# Urdu-Hindi-Punjabi: Khushwant/xushvant



## Qureshpor

What is the etymology of the word "Khushwant" as in "Khushwant Singh"? Does it have any Persian connections?


----------



## marrish

My suggestion is that xush does obviously have Persian connections . As far as the suffix -vant is concerned, it occures in other names: Kulwant, Balwant, Gulwant, Rajwant. I believe this is a Sanskrit suffix, but there is a book whose title says: ''The suffixes mant and vant: in Sanskrit and Avestan.'' <--- Persian connection!


----------



## Qureshpor

marrish said:


> My suggestion is that xush does obviously have Persian connections . As far as the suffix -vant is concerned, it occures in other names: Kulwant, Balwant, Gulwant, Rajwant. I believe this is a Sanskrit suffix, but there is a book whose title says: ''The suffixes mant and vant: in Sanskrit and Avestan.'' <--- Persian connection!



Thank you marrish SaaHib.

I know "vant" is equivalent to "vaalaa" as in bal-vant (taaqat vaalaa) {possessing strength).

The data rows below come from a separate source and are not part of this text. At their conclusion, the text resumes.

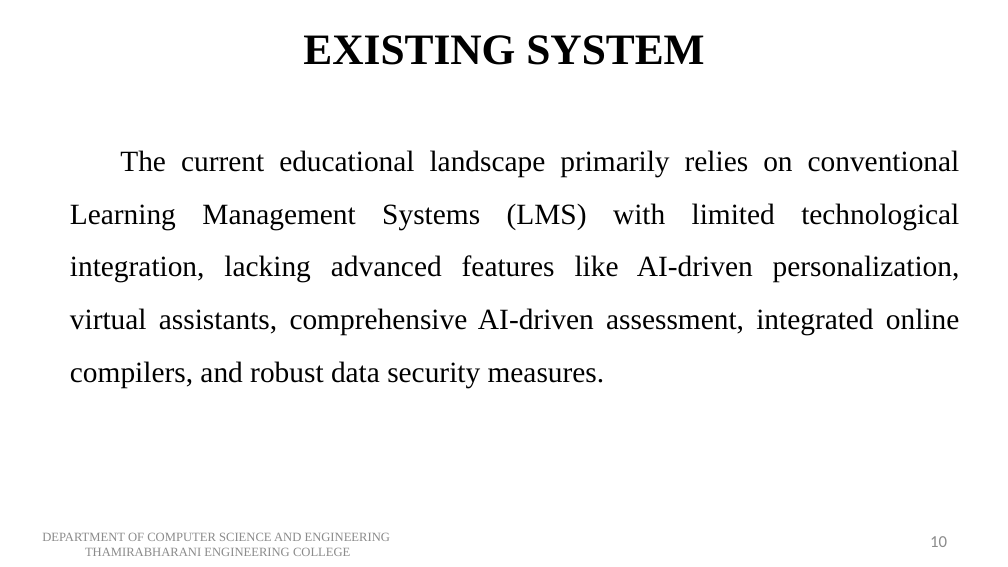
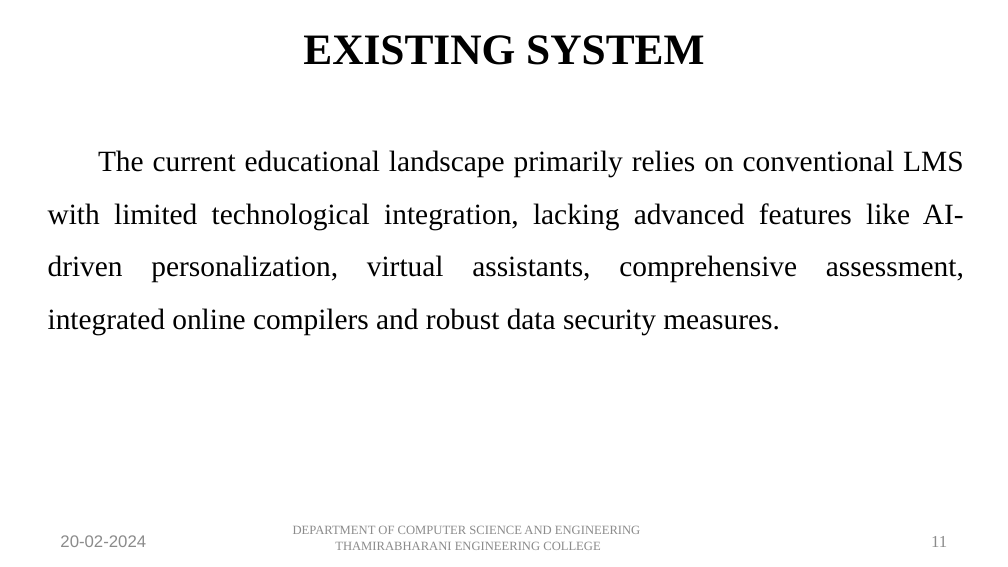
Before and after one commit to Saravana-Pon-Balan/LMS, a slide deck: slide 11 of Docs/review 1.pptx. Drawn at 1008x567 pixels with LibreOffice and Linux fonts; fonts in the diff are those of the drawing. Boxes give left, top, right and bottom in pixels: in the first picture for what was removed or moved away, otherwise in the second. Text is boxed around its words. In the diff, an @@ line names an element or a change of style, - is before the commit and + after.

```diff
--- a/Docs/review 1.pptx
+++ b/Docs/review 1.pptx
@@ text at [48,150,964,336]: text changed @@
-The current educational landscape primarily relies on conventional Learning Management Systems (LMS) with limited technological integration, lacking advanced features like AI-driven personalization, virtual assistants, comprehensive AI-driven assessment, integrated online compilers, and robust data security measures.
+The current educational landscape primarily relies on conventional LMS with limited technological integration, lacking advanced features like AI-driven personalization, virtual assistants, comprehensive assessment, integrated online compilers and robust data security measures.
@@ text added at [60,535,146,547], 12 pt, text #8B8B8B @@
+20-02-2024
@@ text "DEPARTMENT OF COMPUTER SCIENCE AND ...": place and size @@
-text "DEPARTMENT OF COMPUTER SCIENCE AND ..." at [42,533,390,556]
+text "DEPARTMENT OF COMPUTER SCIENCE AND ..." at [293,526,640,550]
@@ text at [931,536,947,547]: text changed; font Calibri to Times New Roman @@
-10
+11
```
Also in this commit, not shown: 11 other slides changed, 9 slides added, 6 slides removed, 9 other files.

So, it appears that this is a compound of the Persian xush + the Indic vant.  xush was originally xvash and meant "good". xush-vant could therefore mean "possessing good" (?).


----------



## marrish

QURESHPOR said:


> Thank you marrish SaaHib.
> 
> I know "vant" is equivalent to "vaalaa" as in bal-vant (taaqat vaalaa) {possessing strength). So, it appears that this is a compound of the Persian xush + the Indic vant.  xush was originally xvash and meant "good". xush-vant could therefore mean "possessing good" (?).




You are most welcome, Qureshpor SaaHib.

I agree that it appears to be a compound of Persian _xush_ + the suffix _-vant_, and since you say that _xush_ once would mean ''good'' (and it happily continues to do so, as a prefix forming compound nouns till date!), one thought came to my mind that this name might be following the pattern of *guNRvant *गुणवंत, which I'd say is a synonymous name!

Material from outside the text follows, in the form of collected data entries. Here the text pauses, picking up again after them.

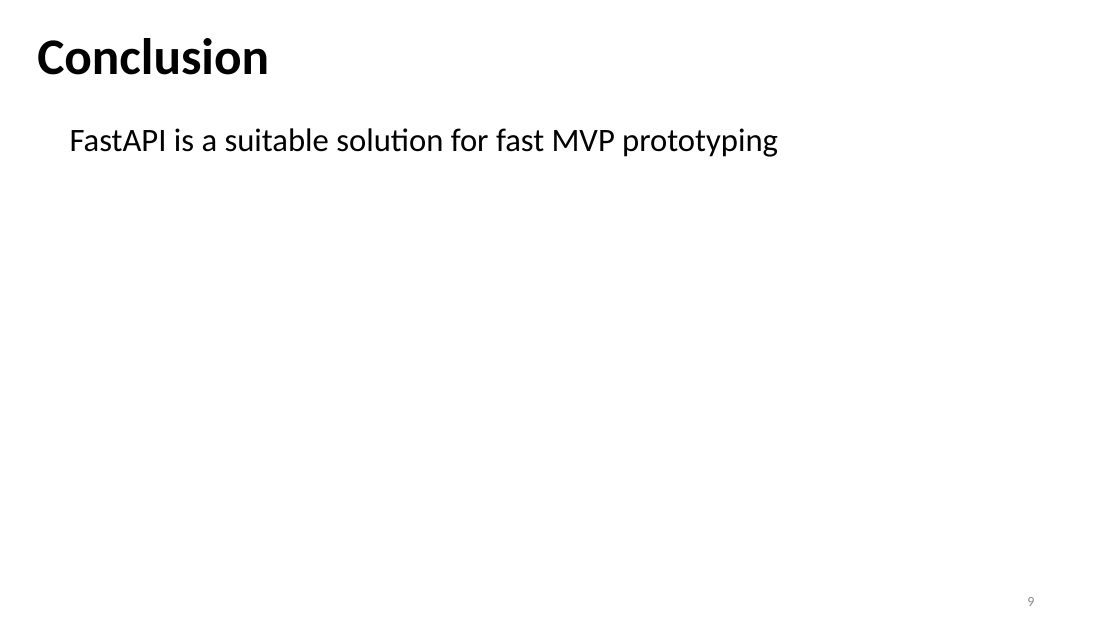
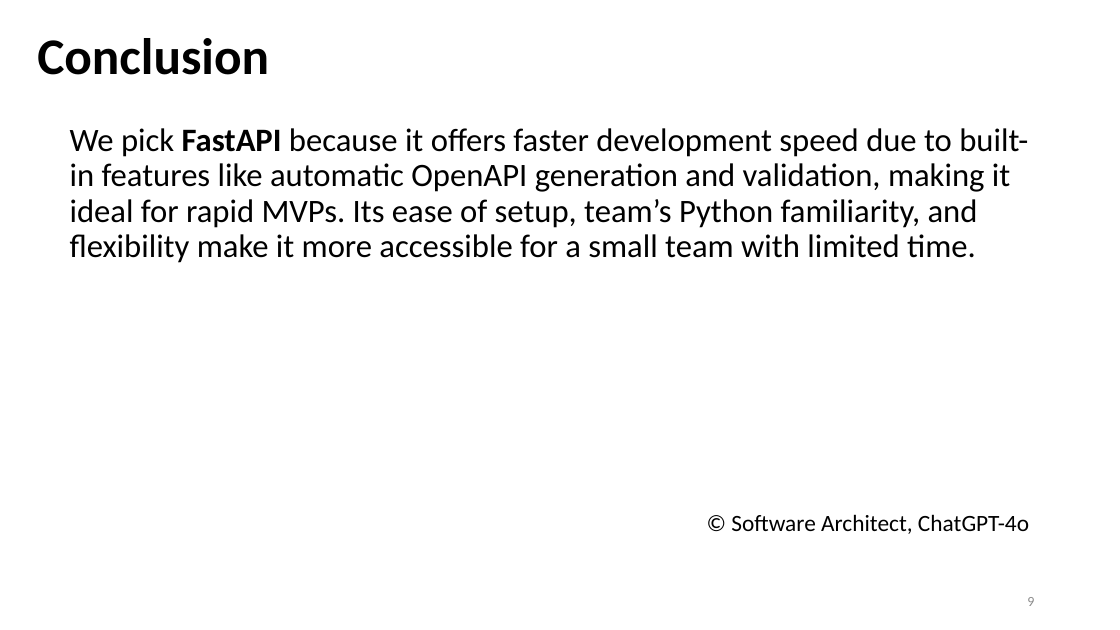
Before and after one commit to fanglores/Advanced-Software-Design, a slide deck: slide 9 of PracticeTasks/Module2/Hackathon/LLMMS_Final.pptx. Drawn at 1120x630 pixels with LibreOffice and Linux fonts; fonts in the diff are those of the drawing. Boxes give left, top, right and bottom in pixels: in the first picture for what was removed or moved away, otherwise in the second. Text is boxed around its words. In the diff, an @@ line names an element or a change of style, - is before the commit and + after.

```diff
--- a/PracticeTasks/Module2/Hackathon/LLMMS_Final.pptx
+++ b/PracticeTasks/Module2/Hackathon/LLMMS_Final.pptx
@@ text at (70,128,1029,534): text changed @@
-FastAPI is a suitable solution for fast MVP prototyping
+We pick FastAPI because it offers faster development speed due to built-in features like automatic OpenAPI generation and validation, making it ideal for rapid MVPs. Its ease of setup, team’s Python familiarity, and flexibility make it more accessible for a small team with limited time.
+© Software Architect, ChatGPT-4o
```
Also in this commit, not shown: 1 other slide changed, 2 other files.

You discussed the noun guNR under the following thread:

http://forum.wordreference.com/showthread.php?t=2337691


I'd go for translating it as Virtuous? Possessing virtues?


----------



## BP.

I read the name wrong each time I read it till the day I read it in an English paper, if you know what I mean!


----------



## Qureshpor

BelligerentPacifist said:


> I read the name wrong each time I read it till the day I read it in an English paper, if you know what I mean!

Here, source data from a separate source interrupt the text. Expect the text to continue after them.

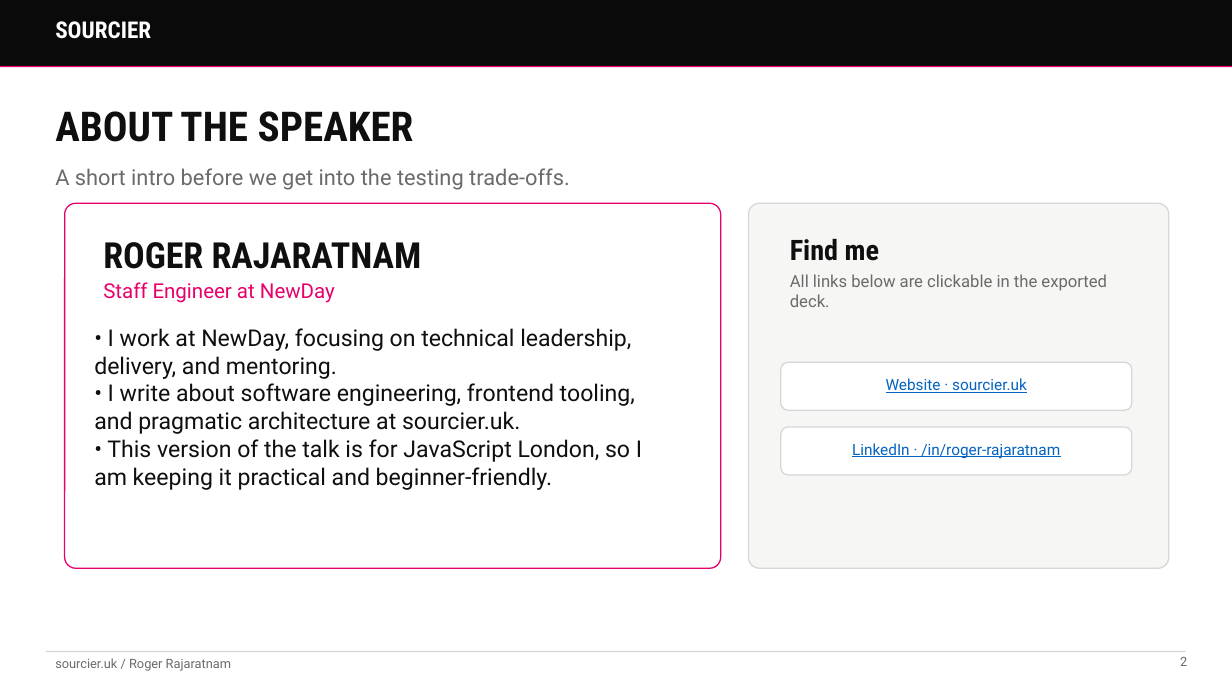
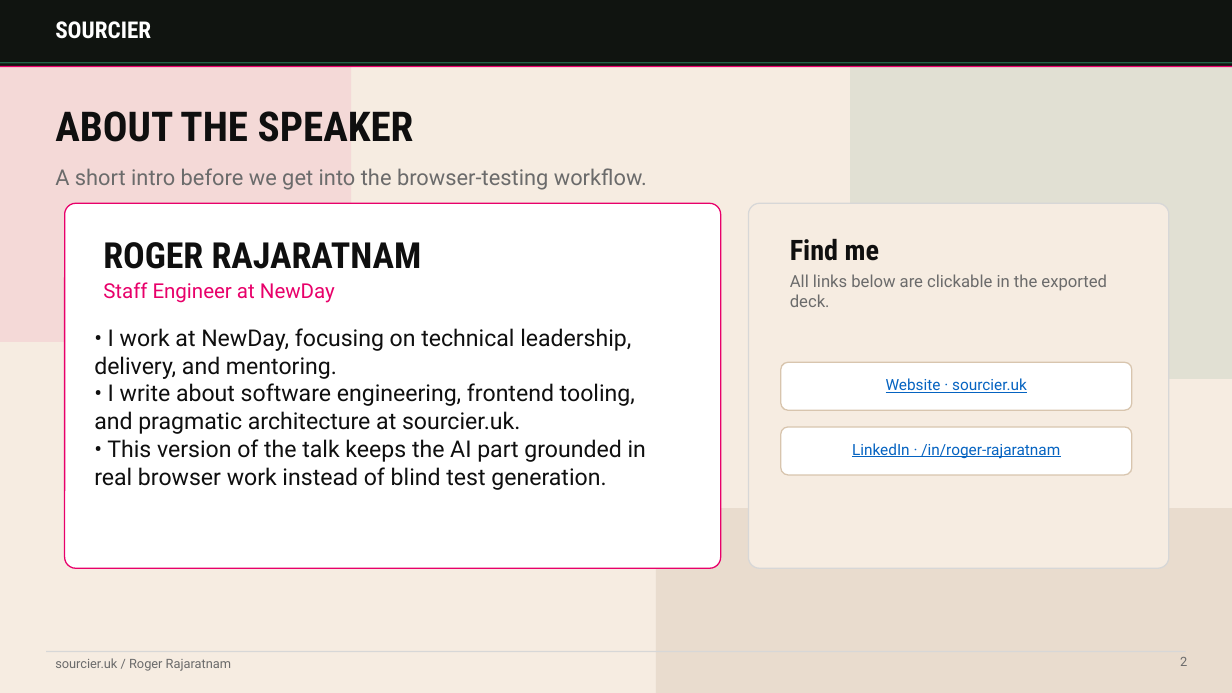
Before and after one commit to sourcier/web-sourcier.uk, a slide deck: slide 2 of public/talks/playwright-e2e-testing-talk.pptx. Drawn at 1232x693 pixels with LibreOffice and Linux fonts; fonts in the diff are those of the drawing. Boxes give left, top, right and bottom in pixels: in the first picture for what was removed or moved away, otherwise in the second. Text is boxed around its words. In the diff, an @@ line names an element or a change of style, - is before the commit and + after.

Commit message:
Enhance PowerPoint templates and update global styles for improved aesthetics and code presentation

```diff
--- a/public/talks/playwright-e2e-testing-talk.pptx
+++ b/public/talks/playwright-e2e-testing-talk.pptx
@@ background #FFFFFF to #F6ECE1 @@
@@ rectangle at bbox=[0, 0, 1232, 67]: fill #0A0A0A to #101410; outline #0A0A0A 1 pt to #101410 1 pt @@
@@ rounded rectangle added at bbox=[0, 0, 351, 342], fill #E8006A at 8% opacity @@
@@ rounded rectangle added at bbox=[850, 0, 1232, 379], fill #2A7D5B at 10% opacity @@
@@ line added from (0, 63) to (1232, 63), #2A7D5B 1 pt @@
@@ text at bbox=[55, 168, 647, 190]: text changed @@
-A short intro before we get into the testing trade-offs.
+A short intro before we get into the browser-testing workflow.
@@ rounded rectangle at bbox=[749, 203, 1169, 568]: fill #F6F6F4 to #F6ECE1 @@
@@ rounded rectangle at bbox=[781, 362, 1132, 410]: outline #D7D7D7 1 pt to #D8C5AE 1 pt @@
@@ text at bbox=[94, 439, 646, 490]: text changed @@
-• This version of the talk is for JavaScript London, so I am keeping it practical and beginner-friendly.
+• This version of the talk keeps the AI part grounded in real browser work instead of blind test generation.
@@ rounded rectangle at bbox=[781, 427, 1132, 475]: outline #D7D7D7 1 pt to #D8C5AE 1 pt @@
@@ rounded rectangle added at bbox=[656, 508, 1232, 693], fill #E5D8C9 at 76% opacity @@
```
Also in this commit, not shown: 7 other slides changed, 3 slides added, 3 slides removed, 3 other files.

I presume you mean "xushuunat"? 

I wonder if Urdu and Hindi speakers can think of any other words where the first part is an adjective like "xush" forming a compound with "-vant". In bal-vant, "bal" is a noun.


----------



## Chhaatr

From my side - "sukhvant" and "yashvant".


----------



## Wolverine9

Yes, it's Perisan _xush _plus Sanskrit _-vant_.  The Persian cognate is -_vand_.  There is also the similar _-vaan_, which is used in both Sanskrit and Persian compounds.


----------



## jakubisek

Wolverine9 said:


> Sanskrit _-vant_. (...) There is also the similar _-vaan_, which is used in both Sanskrit (...).



In Sanskrit, -vaan and -vant are not two different suffixes, it is one and the same (-vant would be the stem, from which other case endings are formed, some dropping the -n-, some the -t; -vaan is nominative case in masculine gender)


----------



## jakubisek

Chhaatr said:


> From my side - "sukhvant" and "yashvant"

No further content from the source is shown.